Blepski I should have watched your video before posting the reply above. Your throttle does the exact same thing my new 1332 does. There is a dead zone and it basically acts as a high low throttle only. I have had one opportunity to use the snowblower and it functioned perfectly fine. The engine automatically revs up once you hit some heavy snow as it has some sort of automatic governor. So I wouldn't worry about it unless someone else can identify this as an issue. 

Dan


----------



## JnC (Feb 21, 2014)

You can adjust the cable to have the dead zone on the top or leave it as it i.e. at the lower end. The affective travel part of the throttle is only an inch or so rather than all the 2ish" that it can travel. 
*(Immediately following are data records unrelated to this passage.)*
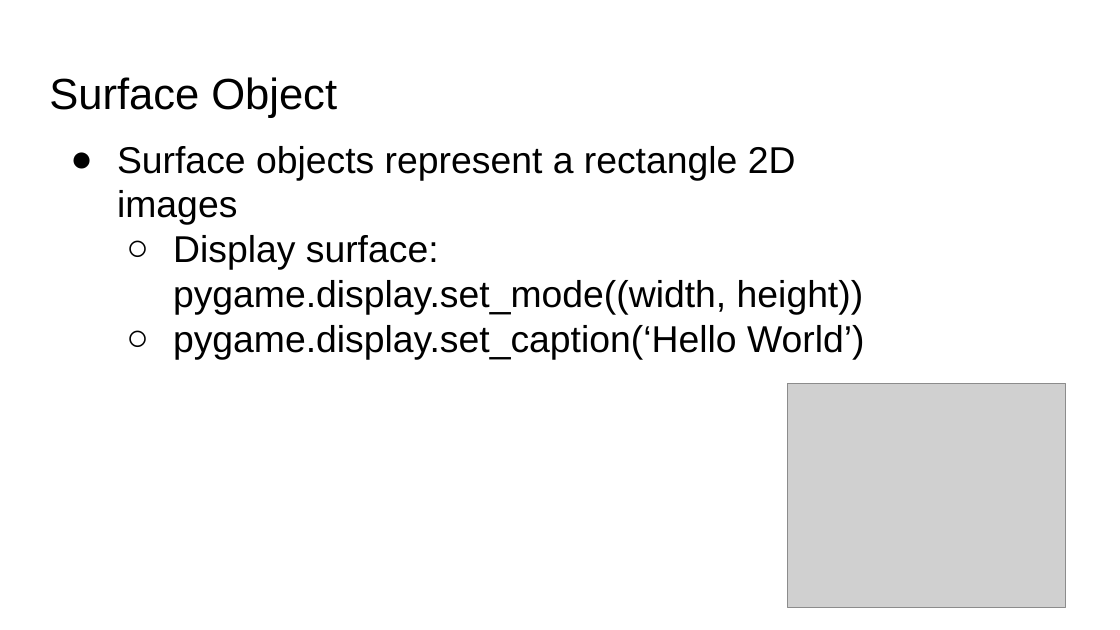
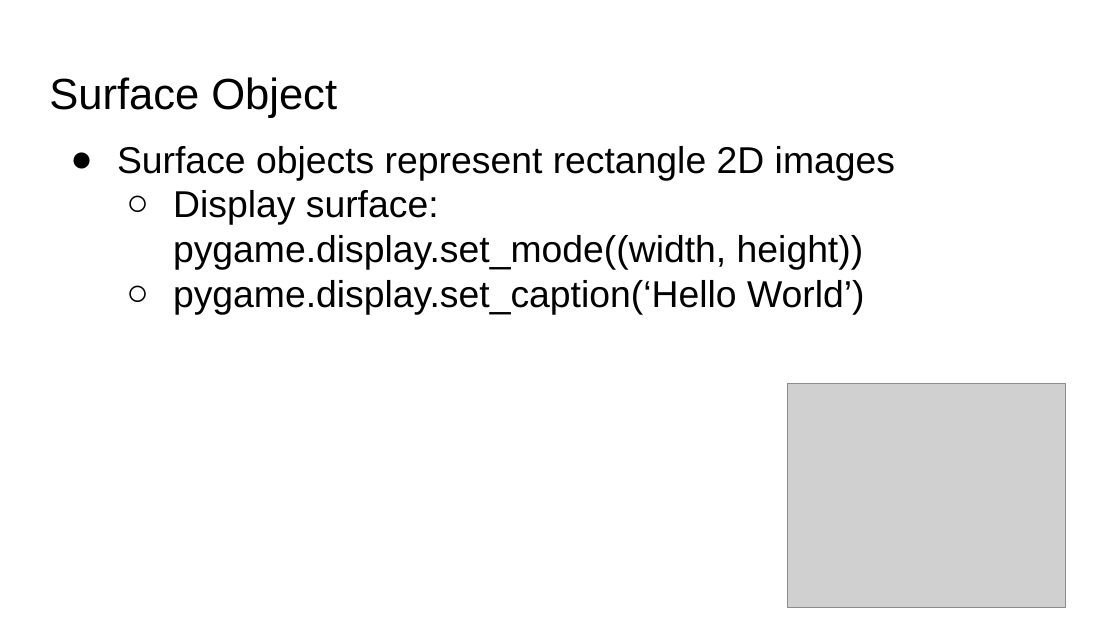
Before and after one commit to zhihongzeng2002/pythongame, a slide deck: slide 8 of 2/Bouncing Ball Game.pptx. Drawn at 1120x630 pixels with LibreOffice and Linux fonts; fonts in the diff are those of the drawing; grey boxes stand for pictures. Boxes give left, top, right and bottom in pixels: in the first picture for what was removed or moved away, otherwise in the second. Text is boxed around its words. In the diff, an @@ line names an element or a change of style, - is before the commit and + after.

```diff
--- a/2/Bouncing Ball Game.pptx
+++ b/2/Bouncing Ball Game.pptx
@@ text at [117,146,895,180]: text changed @@
-● Surface objects represent a rectangle 2D images
+● Surface objects represent rectangle 2D images
```
Also in this commit, not shown: 2 other slides changed, 1 slide added.

Not sure if the HSS724/924 have separate choke rather than integrated choke/throttle but in the older HS 624/724/828/928 had integrated choke/throttle, throttle for the first 3/4 part and choke at the top 1/4 part. The HS1132/1332 models has separate choke and throttle controls yet the lever for the throttle and the travel distance was the same as the smaller units. So in case of the HS1132/1332 you had the same dead area as shown in your case, nothing to worry about unless it annoys you.


----------



## Gnimelf (Jan 17, 2016)

My 724 got sent back less than 2 hours after use...same issue. Appeared choke was stuck. Dealer says they lubricated it. On the way back today. Looks like Honda has a quality control issue.


----------



## grabber (Nov 28, 2015)

question is to know if the engine is revving at the right rpm....I also have the first half of the throttle lever free.... does nothing to rpm. Maybe that is the reason i find the blower going backward and forward slow....


----------



## 69ariens (Jan 29, 2011)

I would say it's more of a dealer problem as they are the ones who are setting them up and the blowers should come to you 100%


----------



## JnC (Feb 21, 2014)

grabber said:


> question is to know if the engine is revving at the right rpm....I also have the first half of the throttle lever free.... does nothing to rpm. Maybe that is the reason i find the blower going backward and forward slow....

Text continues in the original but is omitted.